Plus qu’une adaptation purement cinématographique, le film s’impose même comme un modèle de « roman filmé », selon l’expression de François Truffaut. D’ailleurs, la poésie des mots précède le tourbillon des images : avant le générique de début, la voix rugueuse de Jeanne Moreau se superpose à un écran noir, ce qui préfigure l’utilisation massive de la voix-off qui émaille le film d’un bout à l’autre. Grâce à ce procédé, la plume d’Henri-Pierre Roché rencontre naturellement la caméra deFrançois Truffaut


La scène où Jim raconte son histoire à Catherine au cours d’une promenade nocturne dans la nature est une bonne illustration de cette connivence : tandis qu’un travelling épouse la marche des promeneurs, la voix-off résume en quelques secondes le long monologue de Jim ; toujours au cours du même plan-séquence, Catherine commence alors à raconter sa propre histoire en temps réel. 

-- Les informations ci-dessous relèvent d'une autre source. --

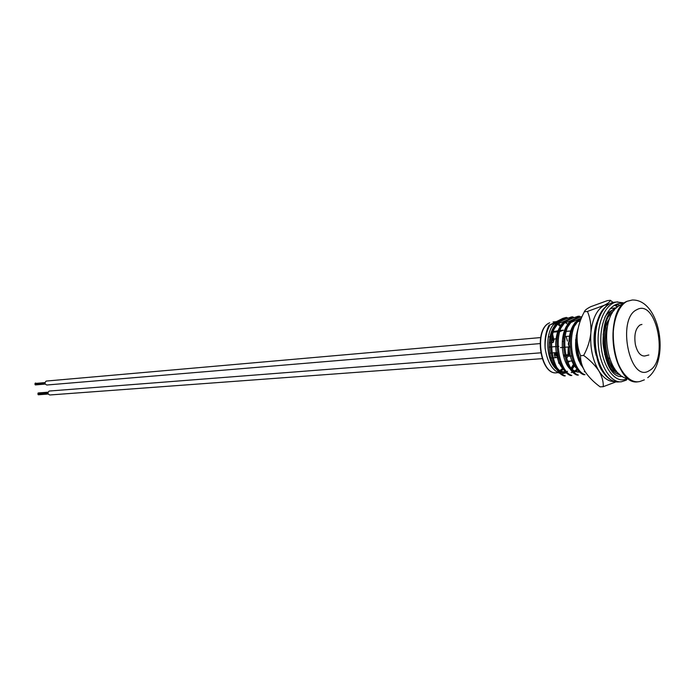 <?xml version="1.0" encoding="UTF-8"?>
<svg xmlns="http://www.w3.org/2000/svg" width="695" height="695" viewBox="0 0 695 695"><rect width="100%" height="100%" fill="white"/><g stroke="black" fill="none" stroke-linecap="round" stroke-linejoin="round"><path stroke-width="1.04" d="M558.137 346.736L558.841 346.336L558.12 346.397M564.783 347.257L570.256 346.814C568.058 345.458 567.763 343.504 569.353 340.95L570.23 340.941M567.563 371.26L566.668 371.677M565.713 372.007L559.379 371.26M556.999 369.679C545.071 360.931 544.645 328.222 556.33 322.497L557.486 322.966M609.333 319.161L609.133 319.179C599.403 334.999 605.666 368.819 617.794 372.65L617.838 372.642M616.422 371.043C607.769 364.979 602.669 343.035 607.152 327.232M576.954 339.933C576.555 349.524 578.162 357.934 581.776 365.153M575.104 322.445C565.261 337.952 571.542 371.008 583.852 374.727L585.016 374.657C572.715 370.93 566.434 337.848 576.268 322.332L575.104 322.445L581.02 319.014M568.475 323.079C558.615 338.526 564.896 371.434 577.241 375.135L578.396 375.065C566.06 371.356 559.779 338.422 569.631 322.966L568.475 323.079C571.108 321.099 575.469 318.979 581.559 316.72M561.899 323.714C552.021 339.091 558.311 371.851 570.682 375.535L571.829 375.465C559.466 371.782 553.177 338.995 563.054 323.601L561.899 323.714C565.07 321.385 570.482 318.892 578.144 316.225L580.994 316.929M555.383 324.33C545.488 339.655 551.778 372.268 564.175 375.934L565.313 375.865C552.925 372.199 546.626 339.56 556.521 324.226L555.383 324.33C558.589 322.02 564.01 319.535 571.646 316.877L574.487 317.563M612.46 365.023L612.173 365.683M607.578 359.723L607.143 361.452M594.025 337.848L594.486 339.985M595.467 351.74L595.45 352.469M575.721 318.327L576.364 318.788M560.361 373.536C552.395 370.704 547.312 362.26 545.132 348.204C544.811 338.943 546.452 331.159 550.058 324.843L562.828 318.371L566.338 317.406L568.032 318.197M569.248 318.944L569.891 319.396M571.203 320.464L571.776 320.994M580.933 363.407L580.594 364.493M545.132 348.204C544.498 339.064 545.853 331.307 549.18 324.93M576.911 345.389L576.086 339.768L576.867 343.521M577.493 351.375L577.267 355.562M574.834 365.118L571.942 369.714M566.329 372.624L564.766 372.98L566.356 372.885C562.95 373.18 559.805 371.443 556.938 367.672M554.367 328.735L557.816 323.766M566.99 320.074L567.997 320.247M570.082 320.934L571.038 321.411M581.394 364.406L581.046 365.196M577.823 369.896L574.861 371.929M560.987 327.892L564.297 323.149M573.497 319.439L574.513 319.622M576.598 320.326L577.58 320.812M573.227 371.278L579.352 372.06C576.094 372.346 573.062 370.722 570.274 367.177M567.667 327.05L570.83 322.541M580.064 318.805L581.037 318.979M574.4 326.198L577.423 321.915M604.494 326.45L605.284 327.849M609.089 358.368L608.768 359.567M608.221 361.313L607.751 362.547M612.721 365.501L612.156 366.326M613.676 369.792L612.851 369.94M614.093 367.829L611.661 365.553M572.784 316.764C569.752 319.005 564.331 321.498 556.521 324.226M579.283 316.112C576.277 318.362 570.864 320.855 563.054 323.601M581.368 318.162L569.631 322.966M580.316 320.838L576.268 322.332M564.766 372.98L560.022 371.999M557.069 369.775C548.216 361.73 546.244 337.006 554.41 326.137M556.686 323.453L562.802 320.265M566.321 320.378L567.216 320.612M569.049 321.351L570.126 321.959M580.56 362.538L580.134 363.702M577.145 368.993L574.044 371.651M572.871 372.181L571.229 372.572M563.671 369.471C554.706 361.478 552.681 336.25 561.004 325.364M563.124 322.871L569.405 319.613M572.819 319.752L573.722 319.995M570.317 369.149L570.317 369.158C561.256 361.226 559.18 335.485 567.659 324.582M569.605 322.289L575.799 318.988M579.369 319.127L580.282 319.37M594.008 338.752L594.494 341.028M595.311 350.758L595.285 351.713M585.086 371.608L584.313 371.747M577.05 368.854C567.858 360.974 565.73 334.721 574.365 323.801M576.146 321.707L581.185 318.605M582.862 367.559C575.251 357.004 573.618 344.129 577.962 328.943M607.308 359.011L606.796 360.766M611.965 364.05L611.383 365.092M614.641 368.654L614.18 368.958M608.889 315.773L609.532 315.669M615.118 369.34L614.224 369.002M611.504 367.229L605.901 358.759M603.147 334.877C603.998 328.657 605.884 323.635 608.794 319.804M566.477 372.772L561.838 373.754M566.338 317.406C563.28 319.648 557.85 322.124 550.058 324.843M577.05 347.543L576.746 354.763M574.305 364.015L571.36 368.906M558.763 321.49L559.492 321.342M559.605 321.325L560.726 321.246M563.332 321.655L564.427 322.08M565.582 322.68L567.789 324.33M571.533 328.987L572.02 329.83M575.625 339.629L576.459 353.486M574.027 363.389L571.012 368.385M570.36 338.969L569.448 339.047L569.596 339.664L570.308 339.603M570.604 336.71L569.387 336.814M569.283 337.44L570.526 337.336M609.576 358.342L608.16 357.847M606.553 356.717L604.659 354.467M603.599 330.976L605.606 328.613M568.553 361.165L567.441 360.922M566.625 358.342L567.893 356.257M563.324 355.102L564.627 355.006M565.791 354.919L568.64 354.702L568.953 356.179M570.013 361.131L568.032 362.512M560.396 363.32L558.884 363.424L557.442 356.709L558.293 356.648M565.999 362.929L566.972 362.86M563.602 356.257L564.879 356.161M557.442 356.709L558.215 356.309M566.034 356.057L568.64 354.702M553.246 332.167L558.624 331.68M559.779 331.576L563.419 330.177L560.092 330.481M557.277 338.7L553.646 339.021L552.673 334.486M553.376 331.689L558.945 330.585M563.949 337.405L562.681 338.039M555.731 355.579L555.453 354.155L555.731 355.579M555.904 355.223L555.531 353.338L555.904 355.223M555.253 354.519L555.322 354.989L555.253 354.519M555.878 353.929L555.809 353.451L555.844 353.929M556.052 353.581L556.226 354.519L556.052 353.581M556.235 353.234L556.4 354.172L556.235 353.234M555.983 354.407L556.252 355.814L555.983 354.407M556.46 355.466L556.53 355.936L556.46 355.466M556.356 354.989L556.287 354.511L556.321 354.989M556.434 354.172L556.608 355.11L556.434 354.172M556.712 354.294L556.782 354.763L556.712 354.294M542.117 358.655L49.805 394.977C47.668 394.126 47.434 392.84 49.084 391.103L49.51 391.016M557.129 352.547C558.05 354.685 557.885 356.335 556.643 357.499L556.304 357.612C554.601 357.074 554.037 355.449 554.61 352.739M556.634 355.102L556.556 354.632L556.634 355.102M37.869 394.082L47.938 393.005M38.312 394.769L37.982 394.074M556.278 355.805L556.209 355.336L556.252 355.814M556.182 355.336L556.104 354.867L556.182 355.336M552.317 340.472L552.039 339.047L552.317 340.472M552.499 340.124L552.221 338.7L552.464 340.116M551.873 339.395L551.908 339.872L551.873 339.395M552.091 338.23L552.16 338.7L552.091 338.23M552.473 338.83L552.846 340.715L552.473 338.83M552.647 338.482L553.124 340.837L552.647 338.482M552.82 338.126L553.003 339.073L552.82 338.126M553.029 339.073L553.203 340.02L553.029 339.073M553.307 339.195L553.376 339.664L553.307 339.195M539.946 343.599L46.869 385.004C44.706 384.17 44.454 382.876 46.122 381.129L46.53 381.042M554.263 338.96L553.237 342.409L551.656 341.836M552.308 336.554L553.168 336.806M553.229 340.011L553.151 339.542L553.229 340.011M35.801 383.075L35.176 383.136M34.924 384.213L44.966 383.041M45.245 384.074L35.341 384.917L35.037 384.213M45.019 383.458L35.254 384.292M35.306 384.604L45.105 383.762L35.341 384.604M552.872 340.706L552.803 340.237L552.872 340.706M552.768 340.237L552.699 339.768L552.768 340.237M618.255 374.414L619.132 373.91M612.121 313.176L611.209 312.828M612.834 365.7L612.347 366.604M613.172 371.373L614.276 370.348M615.944 381.885L603.225 386.689L600.132 386.854C593.791 382.198 588.804 377.159 585.164 371.729C581.897 366.195 580.36 360.844 580.542 355.666L583.652 355.44C587.562 348.282 589.968 340.767 590.872 332.896C591.323 325.156 590.185 318.006 587.457 311.438L584.365 311.76C580.499 318.875 578.11 326.32 577.206 334.095C576.728 341.758 577.849 348.942 580.542 355.666M603.225 386.689C603.529 381.729 602.07 376.447 598.838 370.861C595.189 365.362 590.125 360.219 583.652 355.44M584.365 311.76C584.764 310.309 586.893 308.623 590.75 306.686L607.317 300.648L610.375 300.318L613.077 302.473M615.57 304.601L617.846 306.73M587.457 311.438L604.329 305.261C608.142 303.315 610.158 301.665 610.375 300.318M577.206 334.095C576.251 348.595 578.9 361.139 585.164 371.729M596.823 322.298C593.313 332.497 593.113 343.556 596.206 355.475M609.046 304.054L604.329 305.261C596.918 309.388 592.427 318.597 590.872 332.896C589.942 347.517 592.592 360.175 598.838 370.861C603.477 378.071 608.638 381.633 614.311 381.564M617.56 306.955L614.467 305.157M624.431 302.951L616.726 302.004C605.336 303.698 596.623 323.323 598.299 344.824C599.802 365.944 610.844 383.214 621.469 381.764L626.386 380.104L627.368 378.436M625.161 375.352C611.704 361.973 608.62 323.827 619.766 308.467M647.731 377.672C670.475 360.462 659.92 298.928 632.224 300.023L627.168 301.274C616.778 306.208 610.627 328.04 614.102 348.873C617.438 369.757 629.479 384.448 640.086 381.433L644.361 379.852M636.933 309.64C616.274 318.475 629.809 383.988 649.321 370.609C668.938 360.748 656.488 298.407 636.933 309.64M549.719 322.819C533.525 329.056 540.562 376.134 557.112 372.72C540.232 376.247 533.1 329.074 549.632 322.836L549.719 322.819M562.846 368.211L559.275 371.139M560.318 371.677L563.445 369.141M566.599 364.102L567.051 363.042M568.901 355.918L569.257 346.901M565.139 331.307L564.627 330.36M560.943 325.477L558.476 323.522M553.055 321.976L555.922 321.698M555.34 323.166L556.469 323.592M557.225 323.974L560.465 326.502M566.164 336.458L567.407 341.045M568.206 346.979L567.997 354.745M648.861 354.997L644.56 356.031C640.321 356.022 637.254 352.174 635.369 344.494C633.953 334.894 635.508 328.387 640.052 324.965L641.945 324.435M622.442 376.403C602 380 594.668 314.913 616.517 307.842M627.185 378.393C616.422 385.16 602.591 368.072 601.001 344.642C599.142 320.864 610.479 300.509 623.363 303.845M621.469 381.764L618.689 381.92C608.047 383.362 596.996 366.126 595.502 345.05C593.817 323.583 602.548 303.993 613.946 302.299L617.707 301.882M617.907 381.981C611.956 381.764 606.526 377.785 601.627 370.035C595.337 360.74 592.818 334.347 596.319 324.174C600.254 311.482 602.695 309.553 607.1 305.34C610.314 303.307 612.599 302.29 613.946 302.299L615.362 302.151M616.335 304.288L619.888 305.348M610.236 308.554L616.621 307.746M619.749 374.457L619.219 374.596L619.723 374.431M604.841 317.259C607.282 313.341 610.088 310.865 613.233 309.822M556.973 346.492L551.587 346.927M550.44 347.014L549.154 347.126M569.665 340.854L568.91 340.915M563.593 341.367L562.298 341.471M638.158 381.772C613.303 386.689 602.678 310.674 627.046 301.291L632.224 300.023M557.112 372.72L559.345 372.572M561.021 372.468L564.47 372.251M563.619 347.352L560.439 347.604M557.512 352.513L552.125 352.93M550.987 353.017L549.71 353.112M563.063 336.728L564.053 336.641M565.217 336.536L570.699 336.059M576.164 335.581L577.102 335.503M594.251 334.008L594.729 333.965M568.267 361.261L573.054 360.922M578.605 360.523L579.743 360.444M605.84 358.594L607.135 358.507M608.36 358.42L609.541 358.333M567.806 356.257L571.594 355.979M576.954 355.579L578.292 355.484M564.201 331.567L565.096 331.489M566.251 331.385L571.733 330.889M604.146 327.953L605.805 327.805M550.779 358.021L551.96 357.934M553.107 357.847L556.2 357.621M49.415 391.024L540.614 352.834M38.807 392.901L48.068 392.197M38.121 393.309L47.972 392.553M38.095 392.996L48.051 392.232M37.999 393.535L47.946 392.779M37.843 394.091L47.964 393.327M38.112 394.161L47.981 393.413M38.199 394.465L48.068 393.726M38.286 394.777L48.207 394.03M549.241 342.817L550.475 342.713M551.613 342.618L552.82 342.522M46.426 381.051L540.597 337.579M548.251 336.91L551.126 336.658M35.228 383.44L45.001 382.597M35.045 383.675L44.975 382.815M34.898 384.222L45.001 383.353M628.454 378.645C604.242 376.664 597.9 313.74 621.009 304.827L623.163 304.036M619.983 374.657C611.279 373.397 605.632 363.103 603.052 343.773C602.834 326.885 606.5 315.799 614.05 310.509"/></g></svg>

                          



François Truffaut ne se soucie pas ici de réalisme mais recherche dans sa manière de filmer la sobriété et la concision du style d’Henri-Pierre Roché. A cet égard, l’incipit est d’une précision remarquable : en un peu plus d’une minute, la voix-off pose le décor, relate la genèse de l’amitié entre Jules et Jim, leur complicité intellectuelle et leur quête de la femme désirable. Le montage vif épouse le débit rapide du narrateur, qui impose son rythme au film.
Mais la dimension littéraire ne transparaît pas seulement à travers la voix-off. La mise en scène de Truffaut offre bien plus qu’une simple illustration du texte d’Henri-Pierre Roché. Les livres peuplent les bibliothèques, les personnages se livrent une correspondance nourrie, vont au théâtre, citent des grands auteurs comme Oscar Wilde, et multiplient les allusions à la littérature pour décrypter leurs relations avec les autres. 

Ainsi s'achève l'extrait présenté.